# PDE

This was the first project after I switched to a PhD program in computational math. The goal of the project is to study the Discontinuous Galerkin (DG) finite element method for the pure advection problem below, and to investigate various choice of the a posteriori error estimation for it.

\left \{ \begin{aligned} \nabla \cdot(\boldsymbol{\beta} u) + \mu u &= f &\text{in } \Omega,\quad \\ u &= g & \text{ on } \partial \Omega^{-}. \end{aligned}\right.

# Discretization

The discontinuous Galerkin discretization is:

$a_h(u,v) = \sum_{K\in \mathcal{T}_h} \int_K (\mu u + \boldsymbol{\beta}\cdot \nabla u)v + \int_{\mathcal{F}^i_h} |\boldsymbol{\beta} \cdot \boldsymbol{n}|(u^+ - u^-)v^+ + \int_{\partial \Omega^-} |\boldsymbol{\beta}\cdot \boldsymbol{n}| uv, \tag{1}$

Now let $W_h$ be the discontinuous finite element approximation space, the finite dimensional approximation is:

\left\{ \begin{aligned} &\text{Find } u_h \in W_h \text{ such that } \\ &a_h(u_h, v_h) = \int_{\Omega} fv_h + \int_{\partial\Omega^-} |\boldsymbol{\beta}\cdot \boldsymbol{n}| \,g\,v_h \quad \text{ for any } v_h \in W_h. \end{aligned} \right.

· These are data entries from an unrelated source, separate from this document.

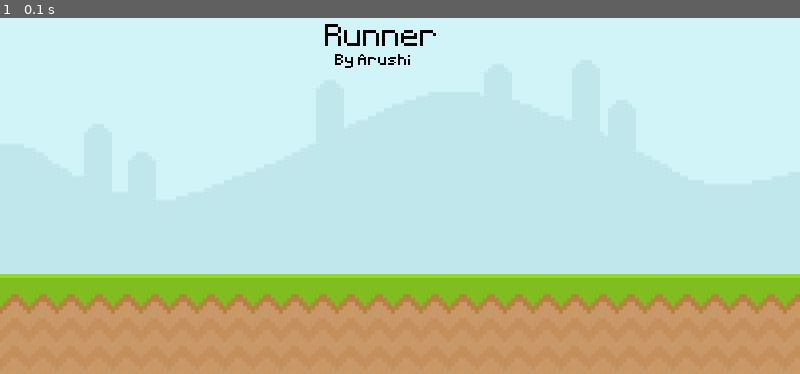
Above: before the commit, frame 1.
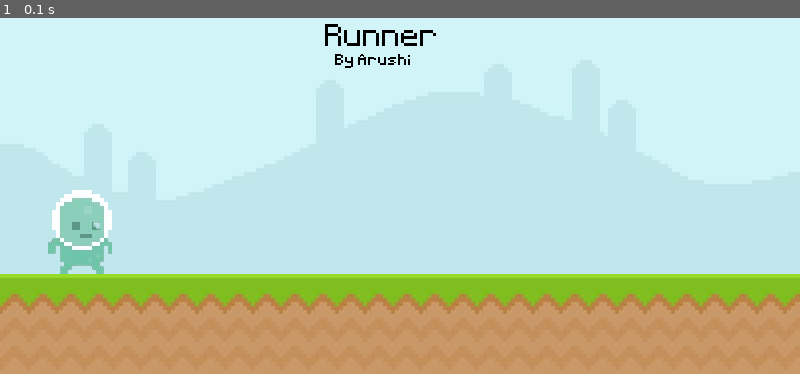
Above: after the commit, the same moment.

Repository: arushi32588/pygame.runner
Game: pygame game, started from runner.py
The game is run twice, just before and just after one commit, with the same random seed, the same clock (stepped at 60 frames per second) and the same inputs.
Inputs:
- Up to frame 1 (0.1 s): no input

The runs differ from the first frame. In frame 1, 1.4% of the frame differs, in the area x 6-14%, y 48-72%.

Commit message:
Added player to the display surface.

Diff:
--- a/runner.py
+++ b/runner.py
@@ -8,8 +8,12 @@
 font1 = pygame.font.Font('font/Pixeltype.ttf', 50)
 font2 = pygame.font.Font('font/Pixeltype.ttf', 25)
 
-sky_surface = pygame.image.load('graphics/Sky.jpeg')
-ground_surface = pygame.image.load('graphics/ground.jpeg')
+sky_surface = pygame.image.load('graphics/Sky.jpeg').convert()
+ground_surface = pygame.image.load('graphics/ground.jpeg').convert()
+
+player_surf = pygame.image.load('graphics/Player/walk1.png')
+player_rect = player_surf.get_rect(midbottom = (80, 300))
+
 text_surface1 = font1.render('Runner', False, 'Black')
 text_surface2 = font2.render('By Arushi', False, 'Black')
 
@@ -24,6 +28,9 @@
     screen.blit(sky_surface, (0,0)) # telling the system we want to place a sky on display surface
     screen.blit(text_surface1, (325, 50))
     screen.blit(text_surface2, (335, 80))
+    screen.blit(player_surf, player_rect)
+
+
     # update everything
     pygame.display.update() # updates everything happening in the loop to display
     clock.tick(60) # telling the while loop it should not run more than 60 times/second

By a simple post-processing of averaging $\boldsymbol{\beta} u_h$ near a vertex, the error can be accurately estimated a posteriori:

$\eta_K = h^{-1/2}_K \|G(\boldsymbol{\beta} u_h) - \boldsymbol{\beta} u_h\|_{0,K} \approx \text{error near element } K$

The result looks promising, as the estimator above can accurately guide the finite element method to refine the mesh near the shock layer, yet the lowest order DG method suffers from some oscillatory artifacts near the discontinuity.

# A good coding practice

Coding this method helped me hone the coding skill from the for loop mindset to being familiar with vectorization (for scripting language like Matlab/Python/Julia), and found this gem that has been impacting my research ever since:

L. Chen. iFEM: An innovative finite element method package in Matlab. Technical report, University of California-Irvine, 2009.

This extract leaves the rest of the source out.